> To do
Scan the lines below; pull out those with "changed".

> Recorded data
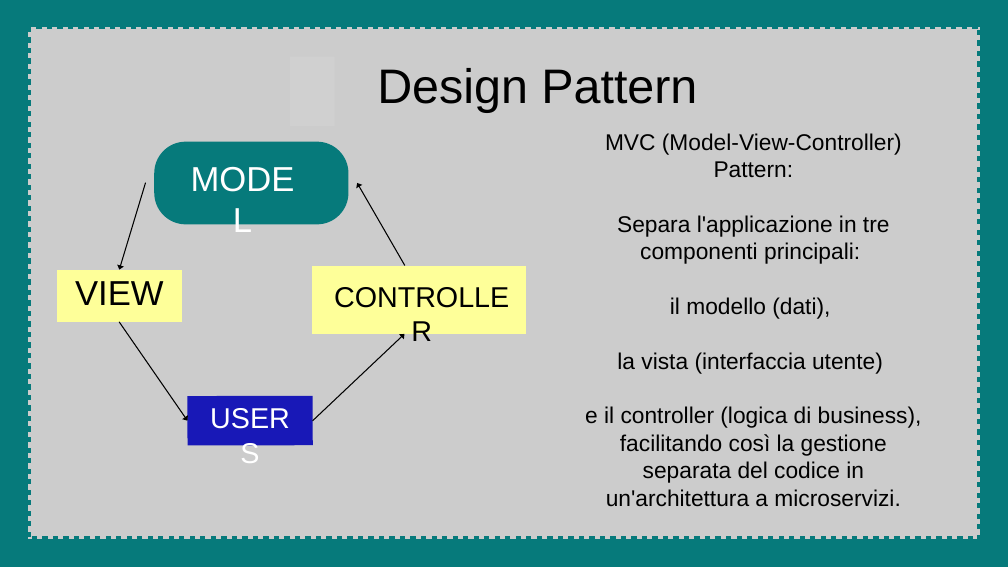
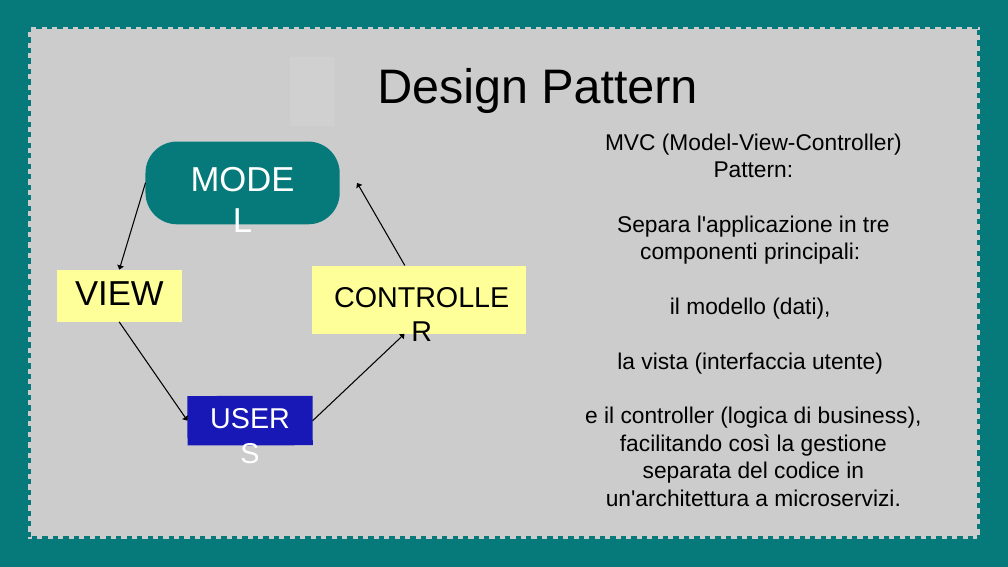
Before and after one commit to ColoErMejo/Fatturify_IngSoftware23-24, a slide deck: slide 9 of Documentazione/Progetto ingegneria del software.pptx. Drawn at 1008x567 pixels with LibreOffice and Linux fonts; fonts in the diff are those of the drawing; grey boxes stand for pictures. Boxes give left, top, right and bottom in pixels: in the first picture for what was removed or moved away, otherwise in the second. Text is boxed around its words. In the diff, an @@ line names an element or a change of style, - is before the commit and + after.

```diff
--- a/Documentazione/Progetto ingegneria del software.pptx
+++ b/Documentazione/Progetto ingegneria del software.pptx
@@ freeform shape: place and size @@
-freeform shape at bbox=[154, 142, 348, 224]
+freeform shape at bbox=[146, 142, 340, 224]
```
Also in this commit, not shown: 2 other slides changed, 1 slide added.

---

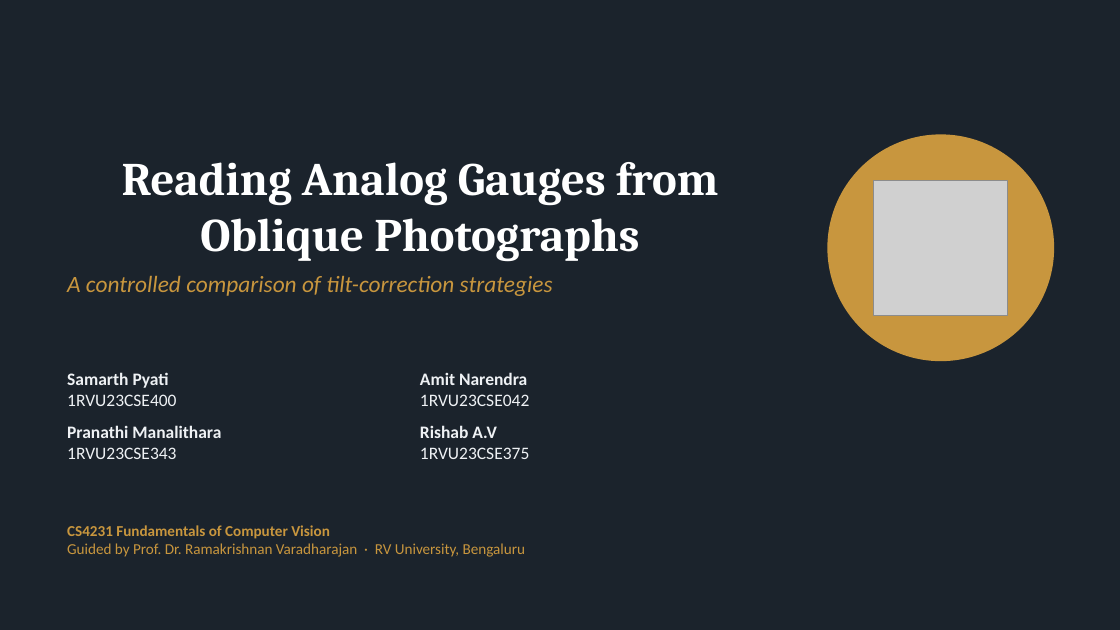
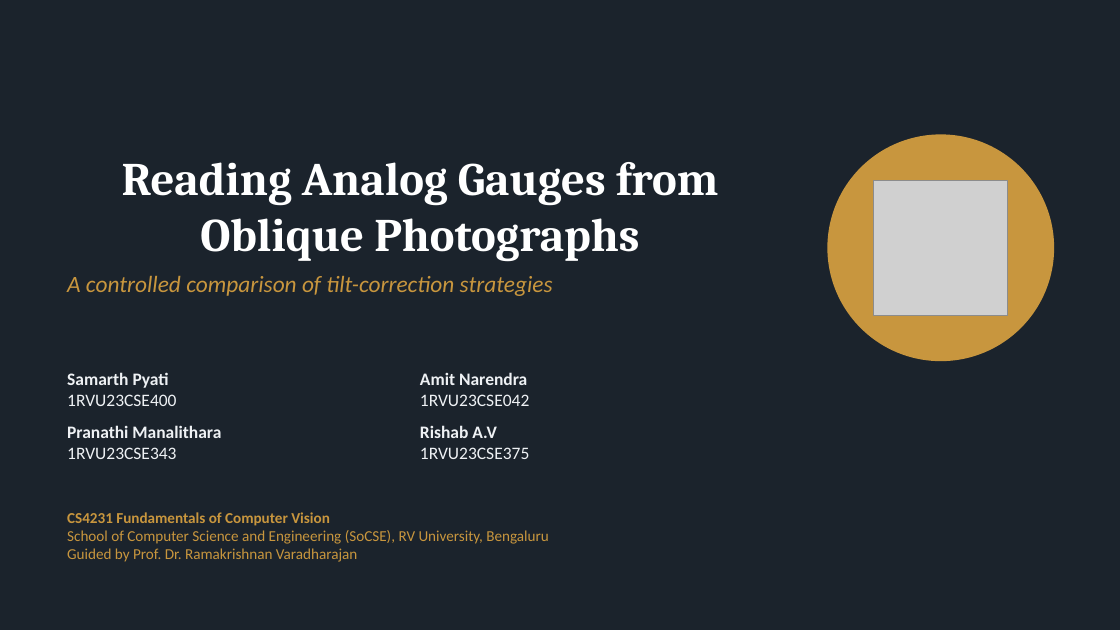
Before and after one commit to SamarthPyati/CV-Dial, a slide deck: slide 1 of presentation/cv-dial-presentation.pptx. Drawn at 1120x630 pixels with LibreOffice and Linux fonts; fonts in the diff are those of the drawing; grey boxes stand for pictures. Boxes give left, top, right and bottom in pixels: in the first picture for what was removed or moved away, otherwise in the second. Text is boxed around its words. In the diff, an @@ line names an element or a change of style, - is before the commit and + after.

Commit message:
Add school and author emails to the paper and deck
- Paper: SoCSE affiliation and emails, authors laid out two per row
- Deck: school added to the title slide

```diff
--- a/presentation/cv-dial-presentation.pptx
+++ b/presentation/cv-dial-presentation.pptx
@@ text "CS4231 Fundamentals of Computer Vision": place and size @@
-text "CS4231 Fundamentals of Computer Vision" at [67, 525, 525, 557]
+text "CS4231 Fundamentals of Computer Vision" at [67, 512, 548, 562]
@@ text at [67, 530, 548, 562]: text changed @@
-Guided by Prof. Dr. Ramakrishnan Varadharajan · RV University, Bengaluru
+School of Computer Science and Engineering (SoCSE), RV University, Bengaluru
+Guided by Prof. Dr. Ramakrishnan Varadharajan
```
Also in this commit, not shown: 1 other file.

--

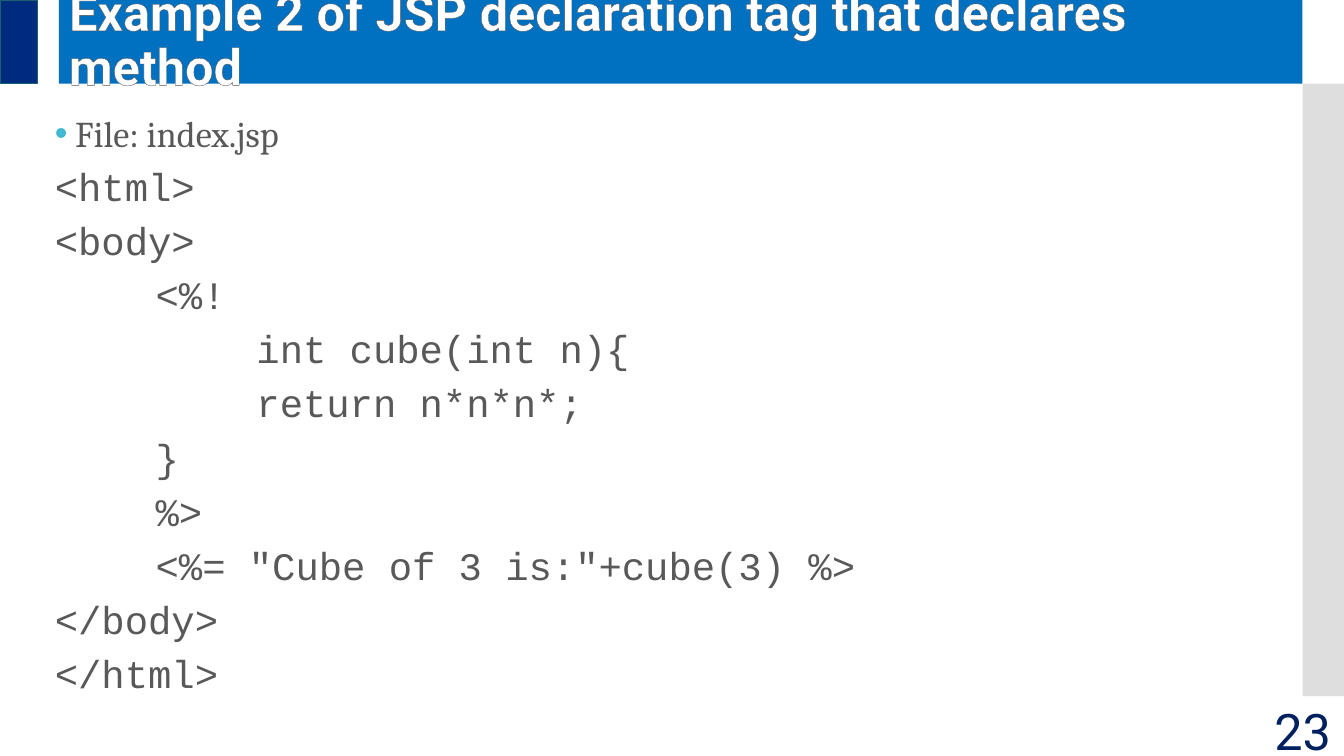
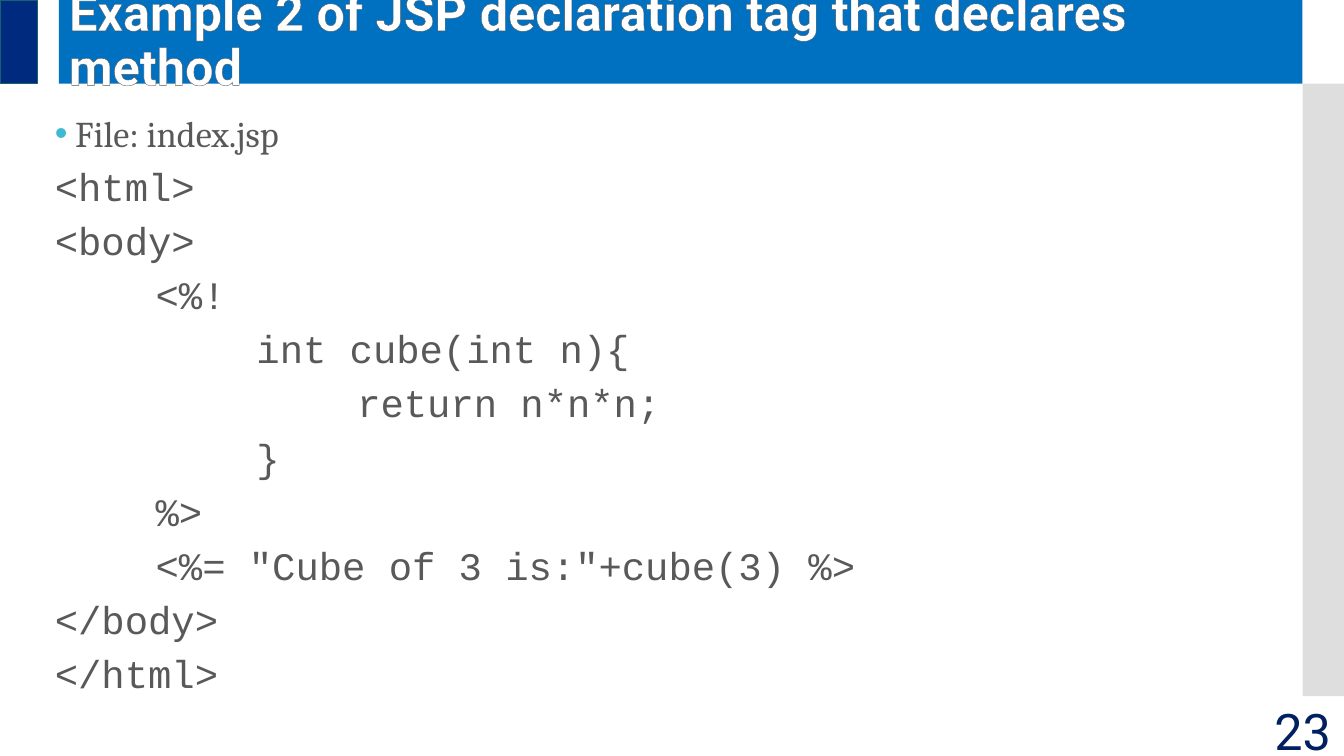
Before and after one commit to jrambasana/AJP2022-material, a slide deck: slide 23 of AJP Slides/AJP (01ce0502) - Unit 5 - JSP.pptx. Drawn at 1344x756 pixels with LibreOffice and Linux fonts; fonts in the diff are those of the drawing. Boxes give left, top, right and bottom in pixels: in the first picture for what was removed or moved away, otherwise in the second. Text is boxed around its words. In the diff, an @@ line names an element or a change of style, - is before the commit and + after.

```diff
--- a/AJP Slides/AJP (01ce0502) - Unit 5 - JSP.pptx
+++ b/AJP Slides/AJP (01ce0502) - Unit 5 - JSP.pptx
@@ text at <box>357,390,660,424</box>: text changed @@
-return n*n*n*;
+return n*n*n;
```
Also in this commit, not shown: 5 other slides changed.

> Answer
Also in this commit, not shown: 2 other slides changed, 1 slide added.
@@ text at [67, 530, 548, 562]: text changed @@
@@ text at <box>357,390,660,424</box>: text changed @@
Also in this commit, not shown: 5 other slides changed.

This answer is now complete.